NHK Hybridcastホーム画面の例

 ハイブリッドキャストは、次世代の放送・通信連携サービスとして、放送番組とインターネット経由でHTML5対応のコンテンツを連携させる新たなサービス。対応テレビにインターネット回線を接続して利用する形となり、現時点での対応テレビは東芝のレグザZ8X/Z7/J7シリーズ。

 NHKでは、9月は第一段階としてハイブリッドキャストのホーム画面を提供し、ここからテレビの放送画面に最新のニュースや気象情報、スポーツ情報、為替情報などを提供する。今秋以降には、放送中の番組に関連する情報の提供や、オンデマンドで動画を提供するサービスを予定している。

 また、タブレットなどの携帯端末を連携させたサービスの開始も検討しており、具体的には双方向クイズ番組などをはじめとする視聴者参加型サービスや、番組内容を補完する解説などを想定。今後もさらにハイブリッドキャストの拡充を図っていくとしている。

画面下に表示する「スクロールニュース」の例

NHK総合から対応、番組ごとの対応コンテンツは今秋以降

 NHKでは21日、ハイブリッドキャストの提供開始について説明会を開催した。
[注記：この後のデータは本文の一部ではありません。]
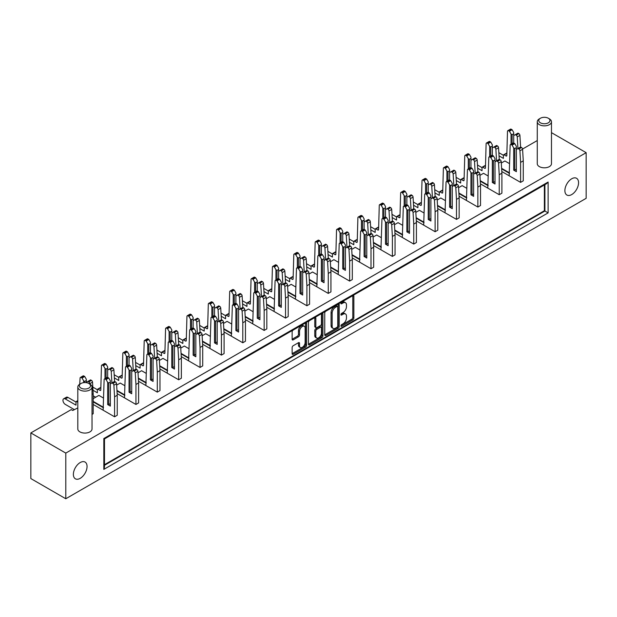 <?xml version="1.0" encoding="UTF-8"?>
<svg xmlns="http://www.w3.org/2000/svg" width="617" height="617" viewBox="0 0 617 617"><rect width="100%" height="100%" fill="white"/><g stroke="black" fill="none" stroke-linecap="round" stroke-linejoin="round"><path stroke-width="0.93" d="M304.32 326.277L303.248 325.66A3.964 2.291 120 0 0 301.266 325.861A3.964 2.291 120 0 0 298.458 330.72L299.53 331.337A3.964 2.291 120 0 1 302.33 326.478A3.964 2.291 120 0 1 304.32 326.277A3.964 2.291 120 0 1 305.137 328.097L305.137 342.45A3.964 2.291 120 0 1 303.41 346.438A3.964 2.291 120 0 1 300.348 347.502A3.964 2.291 120 0 1 299.53 345.69L299.53 343.291A1.481 0.856 120 0 0 299.222 342.612A1.481 0.856 120 0 0 298.481 342.69L293.183 345.744A1.481 0.856 120 0 0 292.134 347.564L292.134 353.68A1.481 0.856 120 0 0 292.443 354.359A1.481 0.856 120 0 0 293.183 354.281L305.554 347.14A1.481 0.856 120 0 0 306.603 345.319L306.603 323.524A1.481 0.856 120 0 0 306.302 322.845A1.481 0.856 120 0 0 305.554 322.915L293.183 330.064A1.481 0.856 120 0 0 292.134 331.877L292.134 339.265A1.481 0.856 120 0 0 292.443 339.944A1.481 0.856 120 0 0 293.183 339.874L298.481 336.813A1.481 0.856 120 0 0 299.53 335L299.53 331.337M322.182 313.32L322.915 313.745A1.041 0.602 120 0 0 322.699 313.266A1.041 0.602 120 0 0 322.182 313.32A1.041 0.602 120 0 0 321.449 314.593L321.449 323.794A1.481 0.856 120 0 1 320.4 325.614L316.883 327.642A1.481 0.856 120 0 1 316.143 327.712A1.481 0.856 120 0 1 315.835 327.033L315.835 318.195A1.481 0.856 120 0 0 315.526 317.516A1.481 0.856 120 0 0 314.786 317.593L314.77 326.416A1.481 0.856 120 0 0 315.071 327.095L316.143 327.712M540.415 122.814A5.592 3.232 0 0 0 548.328 122.814A5.592 3.232 0 0 0 548.328 118.248L549.392 118.865A7.103 4.103 180 0 1 551.475 121.765A7.103 4.103 180 0 1 547.086 125.552A7.103 4.103 180 0 1 539.351 124.665A7.103 4.103 180 0 1 537.268 121.765A7.103 4.103 180 0 1 539.351 118.865L540.415 118.248A5.592 3.232 0 0 0 540.415 122.814M80.966 388.078A5.592 3.232 0 0 0 88.871 388.078A5.592 3.232 0 0 0 88.871 383.512L89.935 384.129A7.103 4.103 180 0 1 92.018 387.029A7.103 4.103 180 0 1 87.637 390.816A7.103 4.103 180 0 1 79.894 389.929A7.103 4.103 180 0 1 77.811 387.029A7.103 4.103 180 0 1 79.894 384.129L80.966 383.512A5.592 3.232 0 0 0 80.966 388.078M77.811 387.029L77.811 428.977A7.103 4.103 0 0 0 79.894 431.877A7.103 4.103 0 0 0 87.637 432.764A7.103 4.103 0 0 0 92.018 428.977L92.018 387.029M537.268 121.765L537.268 163.713A7.103 4.103 0 0 0 539.351 166.613A7.103 4.103 0 0 0 547.086 167.5A7.103 4.103 0 0 0 551.475 163.713L551.475 121.765M80.218 478.329A9.671 5.584 120 0 0 86.534 469.807A9.671 5.584 120 0 0 85.053 462.056A9.671 5.584 120 0 0 80.218 462.542A9.671 5.584 120 0 0 73.893 471.064A9.671 5.584 120 0 0 75.382 478.807A9.671 5.584 120 0 0 80.218 478.329M571.728 194.563A9.671 5.584 120 0 0 578.044 186.041A9.671 5.584 120 0 0 576.563 178.29A9.671 5.584 120 0 0 571.728 178.768A9.671 5.584 120 0 0 565.411 187.29A9.671 5.584 120 0 0 566.892 195.041A9.671 5.584 120 0 0 571.728 194.563M340.931 325.869L341.664 326.293A1.041 0.602 120 0 1 341.147 326.347A1.041 0.602 120 0 1 340.985 325.514A1.041 0.602 120 0 1 341.664 324.596L343.106 323.763A4.743 2.738 120 0 0 346.461 317.956L346.461 316.135A4.743 2.738 120 0 0 345.481 313.96A4.743 2.738 120 0 0 343.106 314.2L341.664 315.032A1.041 0.602 120 0 1 341.147 315.086A1.041 0.602 120 0 1 340.985 314.254A1.041 0.602 120 0 1 341.664 313.336L343.106 312.503A4.743 2.738 120 0 0 346.461 306.688L346.461 304.875A4.743 2.738 120 0 0 345.481 302.7A4.743 2.738 120 0 0 343.106 302.939L341.664 303.772A1.041 0.602 120 0 1 341.147 303.819A1.041 0.602 120 0 1 340.985 302.986A1.041 0.602 120 0 1 341.664 302.075L352.808 295.643L353.857 296.245A1.481 0.856 120 0 0 353.549 295.566A1.481 0.856 120 0 0 352.808 295.643M341.664 326.293L352.808 319.861A1.481 0.856 120 0 0 353.857 318.048L353.857 296.245M104.489 464.686L544.371 210.721L544.371 184.961M325.799 335.455L324.75 334.846A1.481 0.856 120 0 0 325.059 335.525A1.481 0.856 120 0 0 325.799 335.455L338.178 328.306A1.481 0.856 120 0 0 339.227 326.493L339.227 304.69A1.481 0.856 120 0 0 338.918 304.011A1.481 0.856 120 0 0 338.178 304.088L325.799 311.23A1.481 0.856 120 0 0 324.75 313.05L324.75 334.846L337.106 327.689A1.481 0.856 120 0 0 338.155 325.876L338.155 304.096M309.487 344.872L308.438 344.263L320.801 337.106L321.866 337.723L309.487 344.872A1.481 0.856 120 0 1 308.747 344.942A1.481 0.856 120 0 1 308.438 344.263L308.438 322.467A1.481 0.856 120 0 1 309.487 320.647L314.786 317.593L315.835 318.195M322.915 313.745L322.915 335.91A1.481 0.856 120 0 1 321.866 337.723M93.198 404.459L114.569 416.799L117.238 415.256L117.238 395.266L114.569 396.808L114.569 416.799M92.018 414.393L93.198 413.714L93.198 393.723L92.018 394.402M30.85 432.926L65.788 453.102L65.788 498.752L30.85 478.576L30.85 432.926L71.24 409.611L72.737 410.475L77.811 407.914M65.788 453.102L586.15 152.669L551.475 132.655M537.268 140.553L522.56 149.036M501.305 163.042L504.891 160.968L509.488 163.621M501.613 168.333L509.488 172.876M520.594 182.377L523.27 180.835L523.27 160.844L520.594 162.387L520.594 182.377L501.798 171.526M479.933 175.375L483.52 173.308L488.116 175.961M480.242 180.673L488.116 185.216M499.23 194.717L501.899 193.175L501.899 173.184L499.23 174.727L499.23 194.717L480.435 183.866M458.562 187.715L462.148 185.648L466.745 188.301M458.878 193.005L466.745 197.548M477.859 207.05L480.527 205.507L480.527 185.524L477.859 187.067L477.859 207.05L459.063 196.198M437.198 200.055L440.777 197.98L445.374 200.633M437.507 205.345L445.374 209.888M456.487 219.39L459.156 217.847L459.156 197.856L456.487 199.399L456.487 219.39L437.692 208.538M415.827 212.395L419.413 210.32L424.002 212.973M416.136 217.685L424.002 222.228M435.116 231.73L437.792 230.187L437.792 210.196L435.116 211.739L435.116 231.73L416.321 220.878M394.456 224.727L398.042 222.66L402.639 225.313M394.764 230.018L402.639 234.568M413.745 244.062L416.421 242.52L416.421 222.536L413.745 224.079L413.745 244.062L394.949 233.211M373.084 237.067L376.671 235L381.267 237.653M373.393 242.358L381.267 246.9M392.381 256.402L395.05 254.86L395.05 234.876L392.381 236.419L392.381 256.402L373.578 245.551M351.713 249.407L355.299 247.332L359.896 249.985M352.022 254.698L359.896 259.24M371.01 268.742L373.678 267.2L373.678 247.209L371.01 248.751L371.01 268.742L352.214 257.891M330.342 261.739L333.928 259.672L338.525 262.325M330.658 267.038L338.525 271.58M349.638 281.082L352.307 279.54L352.307 259.549L349.638 261.091L349.638 281.082L330.843 270.231M308.978 274.079L312.557 272.012L317.153 274.665M309.287 279.37L317.153 283.92M328.267 293.414L330.936 291.872L330.936 271.889L328.267 273.431L328.267 293.414L309.472 282.563M287.607 286.419L291.193 284.352L295.782 286.998M287.915 291.71L295.782 296.253M306.896 305.754L309.572 304.212L309.572 284.229L306.896 285.764L306.896 305.754L288.1 294.903M266.236 298.759L269.822 296.684L274.418 299.338M266.544 304.05L274.418 308.593M285.524 318.094L288.201 316.552L288.201 296.561L285.524 298.104L285.524 318.094L266.729 307.243M244.864 311.091L248.45 309.024L253.047 311.678M245.173 316.39L253.047 320.933M264.161 330.434L266.829 328.892L266.829 308.901L264.161 310.444L264.161 330.434L245.358 319.575M223.493 323.431L227.079 321.364L231.676 324.018M223.801 328.722L231.676 333.265M242.79 342.767L245.458 341.224L245.458 321.241L242.79 322.784L242.79 342.767L223.994 331.915M202.121 335.771L205.708 333.697L210.304 336.35M202.438 341.062L210.304 345.605M221.418 355.107L224.087 353.564L224.087 333.573L221.418 335.116L221.418 355.107L202.623 344.255M180.758 348.111L184.336 346.037L188.933 348.69M181.066 353.402L188.933 357.945M200.047 367.447L202.715 365.904L202.715 345.913L200.047 347.456L200.047 367.447L181.251 356.595M159.387 360.444L162.973 358.377L167.562 361.03M159.695 365.734L167.562 370.285M178.675 379.779L181.352 378.236L181.352 358.253L178.675 359.796L178.675 379.779L159.88 368.927M138.015 372.784L141.601 370.717L146.198 373.37M138.324 378.074L146.198 382.617M157.304 392.119L159.98 390.576L159.98 370.593L157.304 372.136L157.304 392.119L138.509 381.267M116.644 385.124L120.23 383.049L124.827 385.702M116.952 390.414L124.827 394.957M135.941 404.459L138.609 402.916L138.609 382.926L135.941 384.468L135.941 404.459L117.137 393.607M93.198 398.659L98.859 395.389L103.455 398.042M93.198 401.374L103.455 407.297M65.788 498.752L586.15 198.327L586.15 152.669M549.392 118.865L548.328 118.248A5.592 3.232 0 0 0 540.415 118.248M89.935 384.129L88.871 383.512A5.592 3.232 0 0 0 80.966 383.512M544.371 210.721L548.112 212.88L103.826 469.383L103.826 438.54L548.112 182.038L546.508 183.727L104.489 438.926L104.489 467.154L103.826 469.383M345.481 313.96L344.409 313.343A4.743 2.738 120 0 0 342.034 313.583L343.106 314.2M341.008 314.176L342.034 313.583M345.481 302.7L344.409 302.083A4.743 2.738 120 0 0 342.034 302.322L343.106 302.939M341.008 302.916L342.034 302.322M341.008 325.437L351.736 319.244A1.481 0.856 120 0 0 352.785 317.431L352.785 295.651M337.021 327.28A1.041 0.602 120 0 0 337.754 326.007L337.754 306.873A1.041 0.602 120 0 0 337.538 306.394A1.041 0.602 120 0 0 337.021 306.448L335.501 307.328A4.743 2.738 120 0 0 332.147 313.143L332.147 326.216A4.743 2.738 120 0 0 333.126 328.391A4.743 2.738 120 0 0 335.501 328.159L337.021 327.28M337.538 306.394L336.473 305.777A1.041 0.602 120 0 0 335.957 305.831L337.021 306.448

9月2日の開始時点では総合テレビのみの対応となり、当初はメニュー画面にあたる「トップ画面」と、ニュースや気象情報などのコンテンツから開始すると説明。放送中の番組に合わせた連携コンテンツなどの提供は、今秋以降に順次対応を進めていくとした。

 ハイブリッドキャストでは、放送波にURLなどのデータを乗せ、これを受信したテレビがインターネット経由でコンテンツを取得する。コンテンツはHTML5ベースで、放送波に含まれるデータと連動する仕組みや、スマートフォンやタブレットなど外部の機器と連動する仕組みを仕様として追加。テレビとモバイル機器の連携は、テレビメーカー各社が連携用アプリを提供する形となり、具体的な連携コンテンツについても今後の対応となる。

ハイブリッドキャストの仕組み

 対応テレビでは、「d」ボタンを押すとハイブリッドキャストのメニューが表示される。現在対応している東芝のレグザでは、インターネットに接続していない場合には「d」ボタンを押すと従来のデータ放送が表示されるようになっており、NHKのハイブリッドキャストのメニューにもデータ放送表示用のボタンが含まれている。

 9月2日開始予定のハイブリッドキャストのホーム画面は、下部に「番組詳細」「番組表」「ビジネス」「スポーツ」などのメニューが並び、その上にニュースの見出しや天気予報などのコンテンツが並んでいる。また、メニューが半透明のオーバーレイ表示となっている点も、従来のデータ放送と違う点だ。

「スポーツ詳細」画面例

 ただし、こうしたメニューもHTML5で表現しているため、「あくまで現時点でのNHK総合のメニュー画面」ということで、ユーザーからの意見なども踏まえてメニューは変わっていく可能性があると説明。また、他のチャンネルや民放などが開始した場合にも違う画面になるだろうとして、こうした表現の幅があるのもハイブリッドキャストのメリットだとした。

 また、NHKが用意しているハイブリッドキャストの番組表では、既存のEPGのように1週間先までの番組表だけでなく、30日前までの番組表も見ることができる。将来的には、これを「NHKオンデマンド」と組み合わせて、過去の番組も見られるサービスの提供といった展開も考えられるとした。ただし、放送法の制度的な問題や技術的な問題など解決すべき課題も多いため、近日中にこうしたサービスを実施する予定ではないという。

「番組表」は過去の表示にも対応

 今後の見通しについては、サービス開始時点では対応テレビも限られているため、ハイブリッドキャストを利用できるユーザーは数万人程度だろうとしながらも、今後対応テレビが増えていくことや、テレビの買い替え需要を考えると、2~3年後には数百万の視聴者が利用できることを期待したいとした。